On 09/30/2012 12:19 PM, Jeff Bigler wrote:
Agreed that the variables need to be uncorrelated, but as you say in
your discussion, the same needs to be true for C3T. I'm explicitly
having them assume that the variables are uncorrelated because most of
my students don't have the statistics background to deal with anything
else.

Let's talk about that. We agree that Crank Three Times™ does not
by itself solve all the world's problems ... but it is in several
ways better and in no ways worse than the step-by-step "analytic"
propagation techniques suggested at
http://phys.columbia.edu/~tutorial/propagation/tut_e_4_1.html
and elsewhere.

For starters, consider a multi-step calculation, even something as
simple as the quadratic formula (in its usual form). Even if the
coefficients of the original polynomial are uncorrelated, intermediate
steps in the calculation will suffer from nasty correlations, especially
in cases when there is one large root and one small root.

a) In favorable sub-cases, Crank Three Times™ will give you the right
answer.

b) In other sub-cases, Crank Three Times™ will warn you that there is
a problem.

c) In these situations, step-by-step "analytic" propagation is likely
to fail _without warning_. This is very much worse than what Crank
Three Times™ would have done.

In all cases, Crank Three Times™ lays the intellectual foundation for an
even more powerful technique, namely Monte Carlo. So it can be considered
a step in the right direction. This stands in contrast with the step-by-
step "analytic" approach, which is a step in the wrong direction, and
must be completely unlearned before progress can be made. Unlearning is
always difficult.

Given that the students don't understand about correlations, they won't
really understand /why/ Crank Three Times™ is better ... but you can
_tell_ them it's better.

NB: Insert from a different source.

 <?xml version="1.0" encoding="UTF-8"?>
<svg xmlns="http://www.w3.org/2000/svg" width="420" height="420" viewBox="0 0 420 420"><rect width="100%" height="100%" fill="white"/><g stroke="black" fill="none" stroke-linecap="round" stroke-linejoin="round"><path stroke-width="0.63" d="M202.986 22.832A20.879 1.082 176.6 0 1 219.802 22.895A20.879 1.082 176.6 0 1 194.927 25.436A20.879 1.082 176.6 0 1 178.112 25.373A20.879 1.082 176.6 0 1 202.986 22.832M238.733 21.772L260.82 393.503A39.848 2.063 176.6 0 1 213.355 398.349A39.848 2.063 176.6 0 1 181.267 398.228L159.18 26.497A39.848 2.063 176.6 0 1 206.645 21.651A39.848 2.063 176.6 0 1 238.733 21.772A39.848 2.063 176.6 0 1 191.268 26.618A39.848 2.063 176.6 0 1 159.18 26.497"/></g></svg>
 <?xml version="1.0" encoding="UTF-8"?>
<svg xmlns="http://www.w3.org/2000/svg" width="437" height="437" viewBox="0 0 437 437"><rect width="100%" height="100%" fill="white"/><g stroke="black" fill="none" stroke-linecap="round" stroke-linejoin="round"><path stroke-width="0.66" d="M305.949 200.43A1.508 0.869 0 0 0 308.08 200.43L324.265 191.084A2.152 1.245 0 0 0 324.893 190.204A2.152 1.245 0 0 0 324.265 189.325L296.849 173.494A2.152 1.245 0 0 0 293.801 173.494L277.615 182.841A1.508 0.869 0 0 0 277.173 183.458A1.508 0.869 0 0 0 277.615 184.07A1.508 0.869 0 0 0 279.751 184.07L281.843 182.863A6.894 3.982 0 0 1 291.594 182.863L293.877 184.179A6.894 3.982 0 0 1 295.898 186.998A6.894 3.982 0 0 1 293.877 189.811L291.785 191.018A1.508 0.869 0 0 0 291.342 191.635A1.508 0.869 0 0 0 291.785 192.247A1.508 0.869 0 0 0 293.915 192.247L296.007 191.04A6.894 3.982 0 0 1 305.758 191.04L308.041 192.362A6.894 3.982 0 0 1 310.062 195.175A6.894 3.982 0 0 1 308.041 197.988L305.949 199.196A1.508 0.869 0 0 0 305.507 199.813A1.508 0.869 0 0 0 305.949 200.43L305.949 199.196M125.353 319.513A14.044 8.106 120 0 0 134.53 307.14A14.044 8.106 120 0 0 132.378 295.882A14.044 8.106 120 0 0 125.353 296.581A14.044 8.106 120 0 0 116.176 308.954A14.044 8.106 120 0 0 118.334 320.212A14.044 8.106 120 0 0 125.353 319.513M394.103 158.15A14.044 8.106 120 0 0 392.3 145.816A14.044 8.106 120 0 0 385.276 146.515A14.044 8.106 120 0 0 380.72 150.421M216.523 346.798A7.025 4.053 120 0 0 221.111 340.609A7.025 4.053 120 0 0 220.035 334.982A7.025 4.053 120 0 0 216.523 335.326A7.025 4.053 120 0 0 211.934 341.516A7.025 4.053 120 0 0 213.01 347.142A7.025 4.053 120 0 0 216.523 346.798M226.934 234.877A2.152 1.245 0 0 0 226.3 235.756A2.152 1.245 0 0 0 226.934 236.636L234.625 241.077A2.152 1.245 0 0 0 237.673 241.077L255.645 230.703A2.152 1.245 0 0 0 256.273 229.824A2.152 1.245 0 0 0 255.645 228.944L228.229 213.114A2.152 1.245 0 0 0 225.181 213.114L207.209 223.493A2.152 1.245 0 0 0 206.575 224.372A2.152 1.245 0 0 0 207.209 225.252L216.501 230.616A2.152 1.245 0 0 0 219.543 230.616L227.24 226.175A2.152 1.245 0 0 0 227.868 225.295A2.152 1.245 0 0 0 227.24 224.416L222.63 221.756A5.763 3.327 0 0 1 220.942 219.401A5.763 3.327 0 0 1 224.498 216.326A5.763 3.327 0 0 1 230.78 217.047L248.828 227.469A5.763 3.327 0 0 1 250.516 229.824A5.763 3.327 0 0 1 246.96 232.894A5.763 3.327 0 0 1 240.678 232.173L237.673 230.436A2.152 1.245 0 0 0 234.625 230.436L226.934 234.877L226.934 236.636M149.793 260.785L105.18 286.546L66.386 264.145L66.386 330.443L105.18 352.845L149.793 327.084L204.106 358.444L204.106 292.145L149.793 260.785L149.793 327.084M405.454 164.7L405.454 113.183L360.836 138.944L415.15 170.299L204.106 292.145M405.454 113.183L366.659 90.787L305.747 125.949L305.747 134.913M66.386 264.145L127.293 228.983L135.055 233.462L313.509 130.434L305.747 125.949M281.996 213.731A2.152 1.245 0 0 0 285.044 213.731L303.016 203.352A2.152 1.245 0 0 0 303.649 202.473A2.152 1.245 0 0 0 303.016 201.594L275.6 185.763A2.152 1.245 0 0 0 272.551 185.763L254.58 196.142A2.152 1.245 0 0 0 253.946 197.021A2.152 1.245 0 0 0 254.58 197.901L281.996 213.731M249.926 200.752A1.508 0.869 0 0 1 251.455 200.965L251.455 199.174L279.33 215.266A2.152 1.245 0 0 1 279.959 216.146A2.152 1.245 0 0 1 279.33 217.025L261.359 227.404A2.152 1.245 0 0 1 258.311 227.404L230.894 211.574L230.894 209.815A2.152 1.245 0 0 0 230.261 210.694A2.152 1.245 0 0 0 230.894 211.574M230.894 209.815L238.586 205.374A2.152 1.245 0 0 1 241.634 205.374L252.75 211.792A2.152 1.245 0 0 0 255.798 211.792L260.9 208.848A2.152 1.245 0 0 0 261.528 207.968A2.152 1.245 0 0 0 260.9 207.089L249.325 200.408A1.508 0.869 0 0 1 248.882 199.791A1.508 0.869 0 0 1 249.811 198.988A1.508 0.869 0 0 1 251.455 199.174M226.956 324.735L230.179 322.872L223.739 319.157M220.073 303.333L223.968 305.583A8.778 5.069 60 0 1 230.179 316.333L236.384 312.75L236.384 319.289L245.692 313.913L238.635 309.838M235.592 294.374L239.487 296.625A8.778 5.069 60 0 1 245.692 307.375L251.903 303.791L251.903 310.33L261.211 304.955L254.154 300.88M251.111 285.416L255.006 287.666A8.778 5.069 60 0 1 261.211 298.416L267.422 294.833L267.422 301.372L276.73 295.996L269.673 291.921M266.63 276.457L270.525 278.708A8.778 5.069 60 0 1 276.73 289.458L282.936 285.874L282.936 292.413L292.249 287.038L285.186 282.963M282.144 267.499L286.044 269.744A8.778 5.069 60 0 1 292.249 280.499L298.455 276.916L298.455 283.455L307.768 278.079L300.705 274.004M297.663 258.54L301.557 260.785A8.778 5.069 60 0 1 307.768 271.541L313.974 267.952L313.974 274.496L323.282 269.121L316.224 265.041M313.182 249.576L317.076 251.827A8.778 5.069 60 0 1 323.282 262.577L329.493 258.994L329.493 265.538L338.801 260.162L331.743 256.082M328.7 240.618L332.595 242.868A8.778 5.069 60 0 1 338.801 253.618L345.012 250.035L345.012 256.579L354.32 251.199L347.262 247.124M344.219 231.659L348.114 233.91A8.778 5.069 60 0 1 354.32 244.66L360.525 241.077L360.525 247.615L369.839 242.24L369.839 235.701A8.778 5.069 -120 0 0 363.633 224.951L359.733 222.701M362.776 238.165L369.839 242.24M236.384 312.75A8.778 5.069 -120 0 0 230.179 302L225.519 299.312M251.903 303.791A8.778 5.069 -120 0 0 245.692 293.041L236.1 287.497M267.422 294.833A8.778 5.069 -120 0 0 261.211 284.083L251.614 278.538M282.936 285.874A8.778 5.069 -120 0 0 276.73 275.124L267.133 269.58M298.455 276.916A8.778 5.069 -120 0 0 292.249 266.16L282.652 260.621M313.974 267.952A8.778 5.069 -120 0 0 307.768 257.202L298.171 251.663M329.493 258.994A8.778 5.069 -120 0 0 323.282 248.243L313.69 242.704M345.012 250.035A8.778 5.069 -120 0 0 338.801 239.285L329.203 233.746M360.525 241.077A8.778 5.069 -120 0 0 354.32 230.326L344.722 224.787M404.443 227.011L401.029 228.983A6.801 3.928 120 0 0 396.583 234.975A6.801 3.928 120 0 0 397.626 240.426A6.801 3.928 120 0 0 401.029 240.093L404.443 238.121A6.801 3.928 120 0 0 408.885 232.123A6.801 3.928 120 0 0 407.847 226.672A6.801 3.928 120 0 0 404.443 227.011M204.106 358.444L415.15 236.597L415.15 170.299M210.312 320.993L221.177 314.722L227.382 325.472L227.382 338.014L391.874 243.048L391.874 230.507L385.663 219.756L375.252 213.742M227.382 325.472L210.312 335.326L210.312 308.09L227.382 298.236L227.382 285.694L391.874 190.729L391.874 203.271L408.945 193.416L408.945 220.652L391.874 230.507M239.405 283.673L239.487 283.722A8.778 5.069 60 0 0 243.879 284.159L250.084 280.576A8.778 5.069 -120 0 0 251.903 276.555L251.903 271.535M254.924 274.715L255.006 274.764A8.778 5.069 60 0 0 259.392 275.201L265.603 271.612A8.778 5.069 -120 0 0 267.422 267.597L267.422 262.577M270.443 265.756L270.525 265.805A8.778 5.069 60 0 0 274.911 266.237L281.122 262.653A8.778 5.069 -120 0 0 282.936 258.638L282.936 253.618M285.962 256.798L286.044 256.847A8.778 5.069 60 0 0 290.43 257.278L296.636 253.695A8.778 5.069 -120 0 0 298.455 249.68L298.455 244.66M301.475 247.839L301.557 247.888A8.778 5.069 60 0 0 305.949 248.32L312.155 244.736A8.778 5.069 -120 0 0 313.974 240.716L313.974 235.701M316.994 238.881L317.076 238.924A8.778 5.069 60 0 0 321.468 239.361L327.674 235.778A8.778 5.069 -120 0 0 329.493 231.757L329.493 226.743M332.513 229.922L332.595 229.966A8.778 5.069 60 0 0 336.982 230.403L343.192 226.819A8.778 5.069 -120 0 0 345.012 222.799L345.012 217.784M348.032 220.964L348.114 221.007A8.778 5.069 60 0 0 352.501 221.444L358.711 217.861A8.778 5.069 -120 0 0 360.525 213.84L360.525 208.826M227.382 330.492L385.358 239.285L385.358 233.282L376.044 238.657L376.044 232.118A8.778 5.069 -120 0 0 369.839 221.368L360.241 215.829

You can tell them that later, when the subject
of correlations comes up, they will understand why it is better.

Note that the quadratic example could well be taken as a warning to never
use the lame "textbook" form of the quadratic formula ... but again the
point remains: Students would need to completely unlearn the step-by-
step "analytic" approach before they could understand /why/ the better
numerical methods are better.
http://www.av8n.com/physics/uncertainty.htm#eq-smart-quadratic

Bottom line: AFAICT, there is nothing to gain and much to lose by
teaching the step-by-step "analytic" propagation idea.